Tuesday, December 20, 2011

Review: The House of Silk

Because the true canon of the Sherlock Holmes mysteries ceased around 84 years ago, and it was limited to a mere 60 tales plus apocrypha, even fans like me who feel no particular need to seek out fanfiction for other properties have a ravenous appetite for even terrible new stories. Mere faithful film adaptations aren't enough, we crave new tales. We want those stories Watson hinted at. We long for the stories that were too shocking and too entangled with the news of the day to publish. We seek out the confrontation with Jack the Ripper. We need the build-up to The Final Problem. We demand The Giant Rat of Sumatra and the other stories for which the world was not yet prepared.

Fortunately, there is no shortage of writers willing to give us new mysteries. Though the quality varies from time to time. (Do not read any take on The Giant Rat of Sumatra. It is no fault of the ambitious writer who tackles that tantalizing title that it is too much to live up to, but it is simply a fact that no rational explanation could live up to it.)

I've read some truly awful Sherlock Holmes fanfic in my day. And I don't mean awful because we found it on some poor young person's unprotected tumblr, I don't mean the sort of awful that was dashed off in an hour in response to a kinkmeme. I mean stuff people actually got professionals to publish and stock in bookstores.

But I've read some pretty good stuff. I've read some stuff that is pretty good despite falling to the perilous tropes of fanfiction, where the writer's style is aped awkwrdly and there is fanservice thrown in to the detriment of the story momentum.

And I've read some pretty great stuff too, some great stuff that no one has been willing to publish even. (Why is Marcia Wilson's You Buy Bones self-published when the first half is better than most of the stuff put out in the last 84 years?)

So even when I saw that little sticker saying that ACD's descendants have put their stamp of approval on the story, I still consider it fanfiction and I donn't mean that to diminish it. It was professional published by an bestselling writer, so I expected one of the better works I'd seen but I didn't expect it to succeed in capturing the style of the original sixty stories. But to that end, the House of Silk may be one of the finest pieces of fanfiction ever written.

This is probably due to his conscientious avoidance of the habits that annoy me the most about contemporary Sherlock Holmes writers. The mysteries are completely original plots that do not erase any of the canon stories. (Contradictions are okay, ACD did that all the time and we just blamed it on Watson being a bad notetaker, but I can think of a number of works that exist on the premise that entire stories were inventions of Dr. Watson.) All of the dialogue is new, no seeing Sherlock reuse his old phrasing in order to make him sound like himself, but it effectively captures the voice of the original writer. He alludes to other stories, but in a way that seems natural to Watson's train of thought. The characters are true to the original stories, while fitting the nicely into the trends of modern fiction. Horowitz's Watson is familiar and strong enough to carry the plot when Sherlock is out of sight. His female characters live up to modern expectations of character without being unrealistically enlightened for the era. New characters fit nicely into the traditional roles allotted for new characters: clients, villains, and victims, and he doesn't try to introduce a new detective or partner to tag alongside the main attraction. The appearances of fan-favorites like Inspector Lestrade and Mycroft Holmes aren't just a favor for the fans, their presence is logical and important to moving the plot along.

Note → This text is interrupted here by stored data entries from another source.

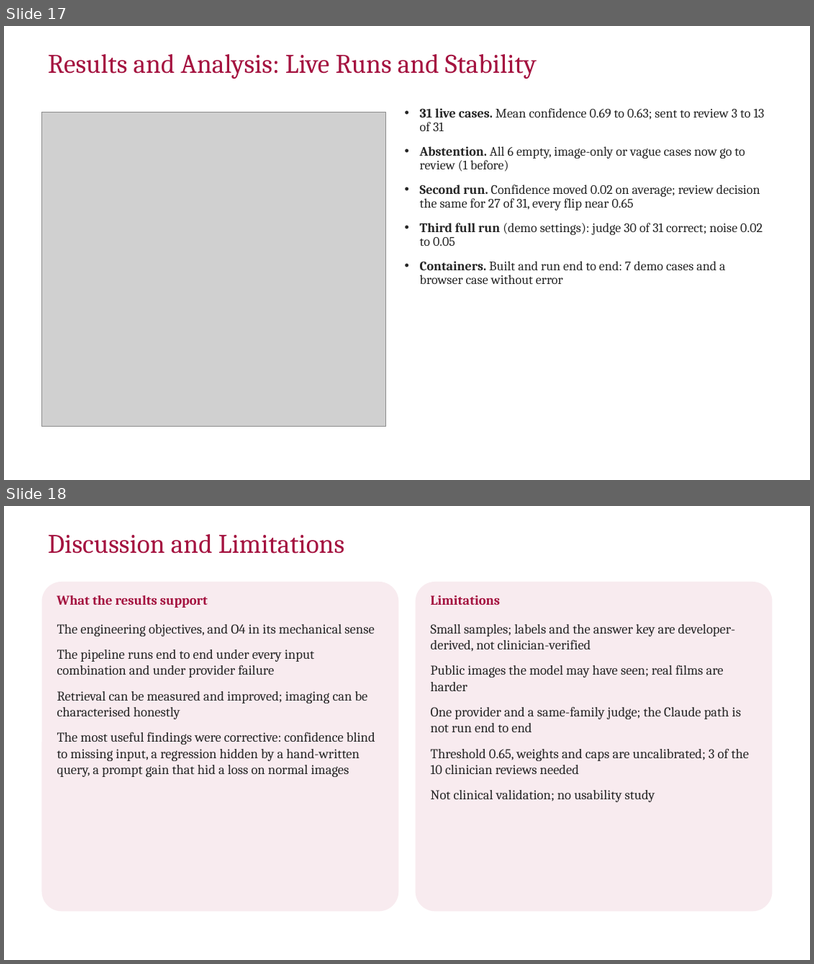
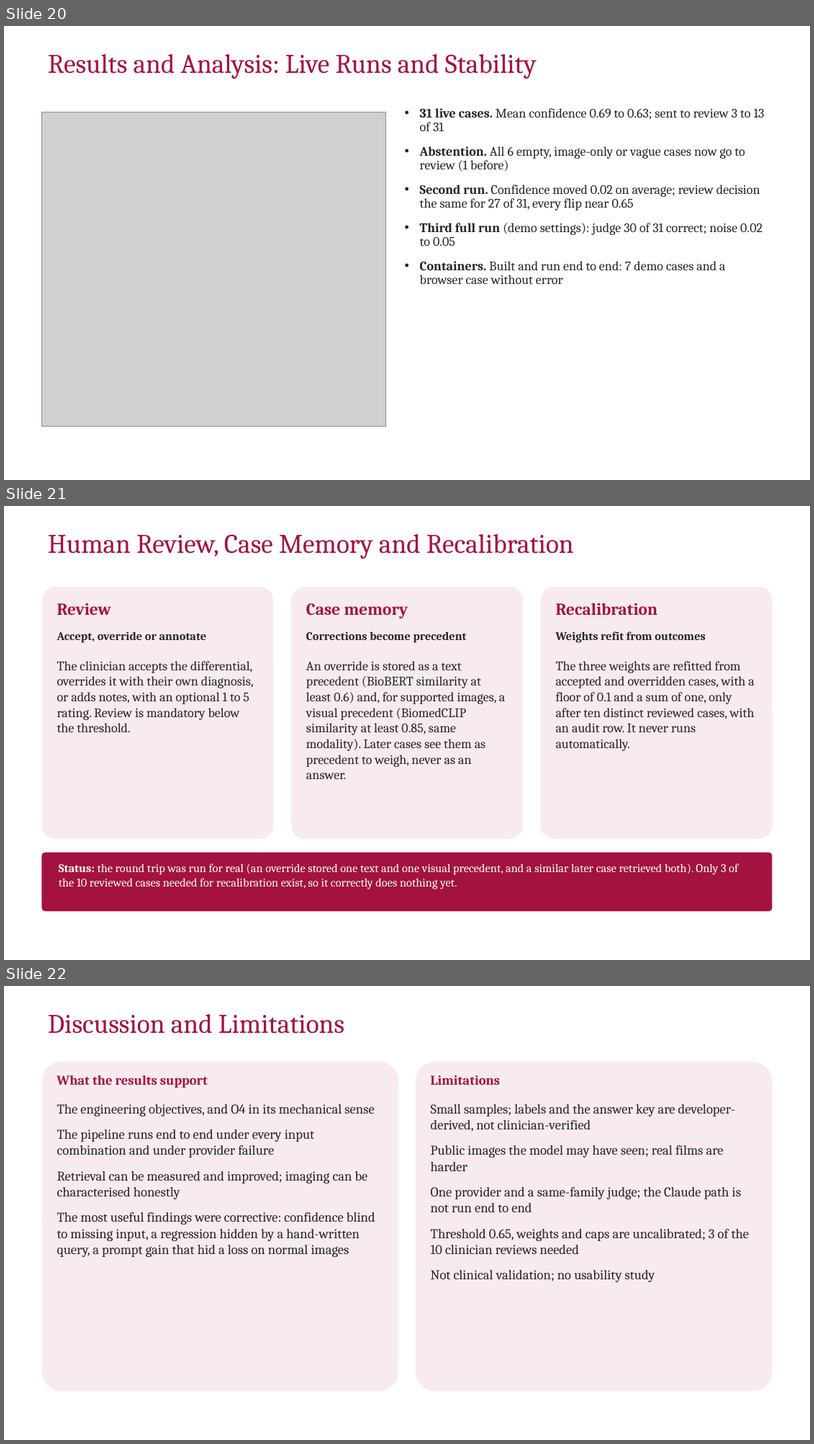
Before and after one commit to hari18305/medorcha, a slide deck: report/MedOrchestrate_Final_Review.pptx. Shown one above the other, each under a label of ours: slides 17 and 18 before the commit, slides 20, 21 and 22 after it. The pictures are 814x964 and 814x1444 pixels, drawn with LibreOffice and Linux fonts; fonts in the diff are those of the drawing; grey boxes stand for pictures; background and template pictures are left out. Boxes give left, top, right and bottom in pixels: in the first picture for what was removed or moved away, otherwise in the second. Text is boxed around its words. In the diff, an @@ line names an element or a change of style, - is before the commit and + after.

```diff
--- a/report/MedOrchestrate_Final_Review.pptx
+++ b/report/MedOrchestrate_Final_Review.pptx
@@ slide 21 added at (4,506,810,960), background #FFFFFF @@
@@ title added at (48,534,574,559), 32 pt, text #A4123F @@
+Human Review, Case Memory and Recalibration
@@ rounded rectangle added at (41,587,273,839), fill #F8EBEF @@
@@ rounded rectangle added at (291,587,523,839), fill #F8EBEF @@
@@ rounded rectangle added at (541,587,773,839), fill #F8EBEF @@
@@ text added at (57,603,111,615), 20 pt, text #A4123F, bold @@
+Review
@@ text added at (306,603,409,618), 20 pt, text #A4123F, bold @@
+Case memory
@@ text added at (556,602,658,615), 20 pt, text #A4123F, bold @@
+Recalibration
@@ text added at (57,631,207,643), 14 pt, text #262626, bold @@
+Accept, override or annotate
@@ text added at (306,631,467,643), 14 pt, text #262626, bold @@
+Corrections become precedent
@@ text added at (556,631,706,643), 14 pt, text #262626, bold @@
+Weights refit from outcomes
@@ text added at (57,661,254,732), 15.5 pt, text #262626 @@
+The clinician accepts the differential, overrides it with their own diagnosis, or adds notes, with an optional 1 to 5 rating. Review is mandatory below the threshold.
@@ text added at (306,661,506,779), 15.5 pt, text #262626 @@
+An override is stored as a text precedent (BioBERT similarity at least 0.6) and, for supported images, a visual precedent (BiomedCLIP similarity at least 0.85, same modality). Later cases see them as precedent to weigh, never as an answer.
@@ text added at (556,661,755,751), 15.5 pt, text #262626 @@
+The three weights are refitted from accepted and overridden cases, with a floor of 0.1 and a sum of one, only after ten distinct reviewed cases, with an audit row. It never runs automatically.
@@ rounded rectangle added at (41,852,772,911), fill #A4123F @@
@@ text added at (59,863,738,889), 14 pt, text #FFFFFF @@
+Status: the round trip was run for real (an override stored one text and one visual precedent, and a similar later case retrieved both). Only 3 of the 10 reviewed cases needed for recalibration exist, so it correctly does nothing yet.
@@ page number added at (4,938,41,960), 16 pt, text #FFFFFF, bold @@
+21
@@ what was slide 17 is now slide 20 @@
@@ what was slide 18 is now slide 22 @@
```
Also in this commit, not shown: 4 other slides added, 1 other file.

That's not to say there aren't continuity errors, contradictions, odd reasonings and other little problems. Thing is, all the little errors in this book are along the same lines of the sorts of errors ACD made back in the day. The real triumph of this work is that he manages to capture the voice so well. I suspect there was meticulous editing and rewriting to make the style match without just copying it. When you read this, you are reading something written in Dr. Watson's voice.

And he does that without sacrificing any of the other necessary elements in the book, the characterization and plotting are all up to par.

I only have one word of warning at the risk of spoilers, and that is that when the promotional materials state that this is a story too shocking to have published a hundred years ago, they aren't exaggerating. The book captures the Watson voice so well I just blew that off because that character has a very different idea of lurid that I do. The events depicted could easily have happened in the 1890s but would never have been published. I recommend this book, but with a trigger warning for sexual assault. True to the Watson voice, though, Horowitz doesn't linger over the details. It's referenced, not explicit, and not against a major character.